Challenge 9: Providing Verbose Log
In our assemble
function, we used the following line to add machine code:
asmbl->mcode[asmbl->len.words] = instruction;
But the ASMBL
structure also has a lines
property. Wouldn’t it be nice to update the lines
too, now that we have all the operands, machine code, etc.?
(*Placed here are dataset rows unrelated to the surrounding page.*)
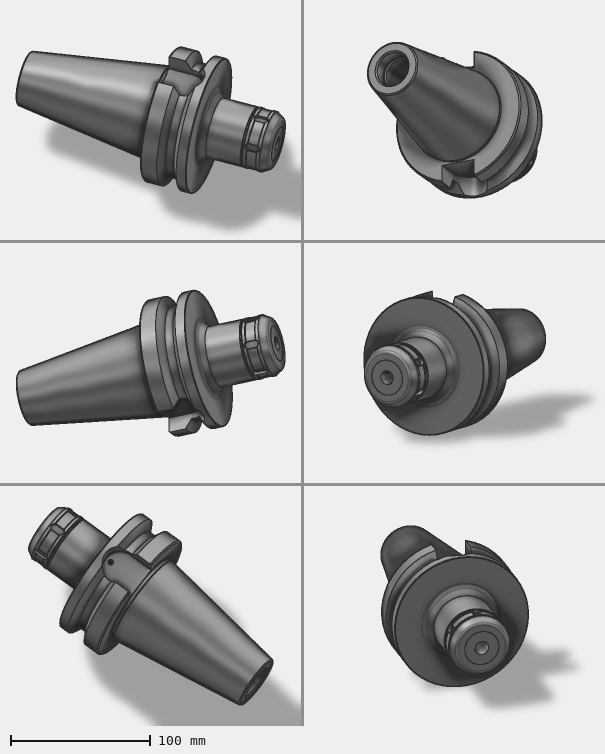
import cadquery as cq
import math


TAPER_LENGTH = 101.8
TAPER_RATE = 7 / 24
GAUGE_RADIUS = 69.85 / 2
TAIL_RADIUS = GAUGE_RADIUS - TAPER_LENGTH * TAPER_RATE / 2
TAIL_CHAMFER = 0.9
RELIEF_RADIUS = 68.9 / 2
RELIEF_START = 0.6

FLANGE_START = 3.0
FLANGE_END = 38.0
FLANGE_RADIUS = 50.0
FLANGE_REAR_CHAMFER = 1.0
FLANGE_FRONT_CHAMFER = 0.5
GROOVE_CENTER = 23.1
GROOVE_FLOOR_RADIUS = 42.5
GROOVE_FLOOR_WIDTH = 6.15
GROOVE_FLANK_ANGLE = 30

NECK_RADIUS = 44.5 / 2
NECK_START = 43.3
NECK_END = 69.4
NECK_CONE_ANGLE = 45
CONE_FILLET = 5.0
GAP_RADIUS = 41.4 / 2

NUT_START = 70.7
NUT_RADIUS = 45.0 / 2
NUT_EDGE_CHAMFER = 0.6
WAIST_START = 73.5
WAIST_END = 81.5
WAIST_DEPTH = 0.45
NOSE_START = 84.4
NOSE_END = 88.6
NOSE_RADIUS = 19.5
NUT_FACE = 89.8
COLLET_RADIUS = 25.4 / 2
FRONT_END = 90.0

SLOT_COUNT = 6
SLOT_LENGTH = 10.7
SLOT_WIDTH = 5.45
SLOT_FLOOR_RADIUS = 19.6

NOTCH_COUNT = 2
NOTCH_WIDTH = 25.7
NOTCH_FLOOR = 35.4
NOTCH_END = 34.1

SCREW_HOLE_X = 29.8
SCREW_HOLE_RADIUS = 3.4 / 2
SCREW_HOLE_MOUTH_RADIUS = 4.0 / 2
SCREW_HOLE_DEPTH = 12.0

BORE_MOUTH_RADIUS = 27.2 / 2
PILOT_RADIUS = 25.0 / 2
PILOT_DEPTH = 10.5
THREAD_MOUTH_RADIUS = 24.0 / 2
THREAD_RADIUS = 21.3 / 2
THREAD_MOUTH_LENGTH = 0.8
THREAD_DEPTH = 45.0
DRILL_POINT_ANGLE = 118
THROUGH_RADIUS = 10.0 / 2


def make_body():
    """Revolve the outer profile of shank, flange, neck and nut about X."""
    half_floor = GROOVE_FLOOR_WIDTH / 2
    flank = (FLANGE_RADIUS - GROOVE_FLOOR_RADIUS) * math.tan(math.radians(GROOVE_FLANK_ANGLE))

    cone_angle = math.radians(NECK_CONE_ANGLE)
    corner_radius = NECK_RADIUS + (NECK_START - FLANGE_END) * math.tan(cone_angle)
    tangent = CONE_FILLET * math.tan(cone_angle / 2)
    arc_center = (FLANGE_END + CONE_FILLET, corner_radius + tangent)
    arc_middle = (
        arc_center[0] - CONE_FILLET * math.cos(cone_angle / 2),
        arc_center[1] - CONE_FILLET * math.sin(cone_angle / 2),
    )
    arc_end = (
        FLANGE_END + tangent * math.cos(cone_angle),
        corner_radius - tangent * math.sin(cone_angle),
    )

    nose_slope = math.atan2(NUT_RADIUS - NUT_EDGE_CHAMFER - NOSE_RADIUS, NOSE_END - NOSE_START)
    nose_fillet = (NUT_FACE - NOSE_END) / (1 - math.sin(nose_slope))
    face_radius = NOSE_RADIUS - nose_fillet * math.cos(nose_slope)

    profile = (
        cq.Workplane("XY")
        .moveTo(-TAPER_LENGTH, 0)
        .lineTo(-TAPER_LENGTH, TAIL_RADIUS - TAIL_CHAMFER)
        .lineTo(-TAPER_LENGTH + TAIL_CHAMFER, TAIL_RADIUS + TAIL_CHAMFER * TAPER_RATE / 2)
        .lineTo(0, GAUGE_RADIUS)
        .lineTo(RELIEF_START, RELIEF_RADIUS)
        .lineTo(FLANGE_START, RELIEF_RADIUS)
        .lineTo(FLANGE_START, FLANGE_RADIUS - FLANGE_REAR_CHAMFER)
        .lineTo(FLANGE_START + FLANGE_REAR_CHAMFER, FLANGE_RADIUS)
        .lineTo(GROOVE_CENTER - half_floor - flank, FLANGE_RADIUS)
        .lineTo(GROOVE_CENTER - half_floor, GROOVE_FLOOR_RADIUS)
        .lineTo(GROOVE_CENTER + half_floor, GROOVE_FLOOR_RADIUS)
        .lineTo(GROOVE_CENTER + half_floor + flank, FLANGE_RADIUS)
        .lineTo(FLANGE_END - FLANGE_FRONT_CHAMFER, FLANGE_RADIUS)
        .lineTo(FLANGE_END, FLANGE_RADIUS - FLANGE_FRONT_CHAMFER)
        .lineTo(FLANGE_END, arc_center[1])
        .threePointArc(arc_middle, arc_end)
        .lineTo(NECK_START, NECK_RADIUS)
        .lineTo(NECK_END, NECK_RADIUS)
        .lineTo(NECK_END, GAP_RADIUS)
        .lineTo(NUT_START, GAP_RADIUS)
        .lineTo(NUT_START, NUT_RADIUS - NUT_EDGE_CHAMFER)
        .lineTo(NUT_START + NUT_EDGE_CHAMFER, NUT_RADIUS)
        .lineTo(WAIST_START, NUT_RADIUS)
        .lineTo(WAIST_START + WAIST_DEPTH, NUT_RADIUS - WAIST_DEPTH)
        .lineTo(WAIST_END - WAIST_DEPTH, NUT_RADIUS - WAIST_DEPTH)
        .lineTo(WAIST_END, NUT_RADIUS)
        .lineTo(NOSE_START - NUT_EDGE_CHAMFER, NUT_RADIUS)
        .lineTo(NOSE_START, NUT_RADIUS - NUT_EDGE_CHAMFER)
        .lineTo(NOSE_END, NOSE_RADIUS)
        .tangentArcPoint((NUT_FACE, face_radius), relative=False)
        .lineTo(NUT_FACE, COLLET_RADIUS)
        .lineTo(FRONT_END, COLLET_RADIUS)
        .lineTo(FRONT_END, 0)
        .close()
    )
    return profile.revolve(360, (0, 0, 0), (1, 0, 0))


def make_bore():
    """Stepped bore: chamfered pilot, thread core, drill point and through hole."""
    mouth_chamfer = BORE_MOUTH_RADIUS - PILOT_RADIUS
    pilot_end = PILOT_DEPTH - TAPER_LENGTH
    thread_end = THREAD_DEPTH - TAPER_LENGTH
    mouth_end = pilot_end + THREAD_MOUTH_LENGTH
    point_slope = math.tan(math.radians(DRILL_POINT_ANGLE / 2))
    countersink_length = (THREAD_MOUTH_RADIUS - THREAD_RADIUS) / point_slope
    point_length = (THREAD_RADIUS - THROUGH_RADIUS) / point_slope
    profile = (
        cq.Workplane("XY")
        .moveTo(-TAPER_LENGTH, 0)
        .lineTo(-TAPER_LENGTH, BORE_MOUTH_RADIUS)
        .lineTo(-TAPER_LENGTH + mouth_chamfer, PILOT_RADIUS)
        .lineTo(pilot_end, PILOT_RADIUS)
        .lineTo(pilot_end, THREAD_MOUTH_RADIUS)
        .lineTo(mouth_end, THREAD_MOUTH_RADIUS)
        .lineTo(mouth_end + countersink_length, THREAD_RADIUS)
        .lineTo(thread_end, THREAD_RADIUS)
        .lineTo(thread_end + point_length, THROUGH_RADIUS)
        .lineTo(FRONT_END, THROUGH_RADIUS)
        .lineTo(FRONT_END, 0)
        .close()
    )
    return profile.revolve(360, (0, 0, 0), (1, 0, 0))


def make_notch():
    """Round-ended drive notch on +Z, open towards the taper, with its screw hole."""
    end_radius = NOTCH_WIDTH / 2
    end_center = NOTCH_END - end_radius
    height = FLANGE_RADIUS - NOTCH_FLOOR
    floor = cq.Workplane("XY", origin=(0, 0, NOTCH_FLOOR))
    channel = (
        floor.moveTo(0, -end_radius)
        .lineTo(end_center, -end_radius)
        .threePointArc((NOTCH_END, 0), (end_center, end_radius))
        .lineTo(0, end_radius)
        .close()
        .extrude(height)
    )
    chamfer = SCREW_HOLE_MOUTH_RADIUS - SCREW_HOLE_RADIUS
    hole = (
        cq.Workplane("XZ")
        .moveTo(SCREW_HOLE_X, NOTCH_FLOOR)
        .lineTo(SCREW_HOLE_X + SCREW_HOLE_MOUTH_RADIUS, NOTCH_FLOOR)
        .lineTo(SCREW_HOLE_X + SCREW_HOLE_RADIUS, NOTCH_FLOOR - chamfer)
        .lineTo(SCREW_HOLE_X + SCREW_HOLE_RADIUS, NOTCH_FLOOR - SCREW_HOLE_DEPTH)
        .lineTo(SCREW_HOLE_X, NOTCH_FLOOR - SCREW_HOLE_DEPTH)
        .close()
        .revolve(360, (SCREW_HOLE_X, 0, 0), (SCREW_HOLE_X, 1, 0))
    )
    return channel.union(hole)


def make_spanner_slot():
    """Round-ended flat-bottomed slot on the +Z side of the nut waist."""
    slot_x = (WAIST_START + WAIST_END) / 2
    return (
        cq.Workplane("XY", origin=(slot_x, 0, SLOT_FLOOR_RADIUS))
        .slot2D(SLOT_LENGTH, SLOT_WIDTH)
        .extrude(NUT_RADIUS - SLOT_FLOOR_RADIUS)
    )


def around_axis(tool, count):
    """Copies of a tool spaced evenly about the X axis."""
    step = 360 / count
    return [tool.rotate((0, 0, 0), (1, 0, 0), index * step) for index in range(count)]


result = make_body().cut(make_bore())
for notch in around_axis(make_notch(), NOTCH_COUNT):
    result = result.cut(notch)
for slot in around_axis(make_spanner_slot(), SLOT_COUNT):
    result = result.cut(slot)

So, let’s provide a set of functions to help us do that!
Input file:
GPIO EQU 0x06
start:
BSF GPIO, 0
NOP
BCF GPIO, 0
GOTO start
Output (verbose log):
BSF 0x06 0 0b010100000110
NOP 0b000000000000
BCF 0x06 0 0b010000000110
GOTO 0x00 0b101000000000
I think for viewing the binary, having the code itself along with it would be much more helpful. So, let’s write a function that attaches the operands and converts the first one to its numeric value.
#include <stdarg.h>
/* sstrcatf: formated strcatf using stdarg.h */
void sstrcatf(char* dst, const char * frmt, ...){
char tmp[MAX_STR];
va_list arglist;
va_start(arglist, frmt);
vsprintf(tmp, frmt, arglist);
va_end(arglist);
strcat(dst, tmp);
}
void strfy_inst(OPR *ops, char buff[]){
// Check for numeric value
int first = extract_value(ops->lines[0], 1);
if(first == -1){
// Check for lable name
first = get_element(LABEL_ELEMENT, ops->lines[0]);
}
// Set to 0 if it's not label and it's not a numeric value
if(first == -1){ first = 0; }
// Update the buffer using 'sstrcatf'
if(ops->len == 1){
sstrcatf(buff, "0x%.2X", first);
} else if(ops->len == 2){
sstrcatf(buff, "0x%.2X %s", first, ops->lines[1]);
}
}
The strfy_inst
function gets a pointer to operands (OPR *
) and a buffer (char buff[]
), attaches the operands together, and updates the buffer. The first item of the operands is converted to its numeric value because it’s more helpful. The sstrcatf
function attaches strings together like strcat
, but it’s formatted like printf
and uses the stdarg.h
header file provided by ANSI to do that.
Now we need to convert the machine code to a 12-bit binary. Let’s write a function to do that. Note that a 12-bit binary starts with 0b
and ends with \0
, so we need a buffer with a size of 12 + 2 + 1
, totaling 15
. Let’s call it integer-to-binary or itob
.
/* itob: integer to binary */
void itob(int num, char *binary) {
binary[0] = '0';
binary[1] = 'b';
for (int i = 11; i >= 0; i--) {
binary[13 - i] = (num & (1 << i)) ? '1' : '0';
}
binary[14] = '\0'; // Null-terminate the string
}
This function will convert the given number num
to binary and update the buffer binary
. For example, if the input is 255
, the updated buffer will be: 0b000011111111
.
Now we use these functions to generate some verbose logs, but we don’t get aligned output. For example, if the input is:
GPIO EQU 0x06
start:
BSF GPIO, 0
NOP
BCF GPIO, 0
GOTO start
The output will be:
BSF 0x06 0 0b010100000110
NOP 0b000000000000
BCF 0x06 0 0b010000000110
GOTO 0x00 0b101000000000
It would be nice to fill every instruction string with spaces to exceed a certain size.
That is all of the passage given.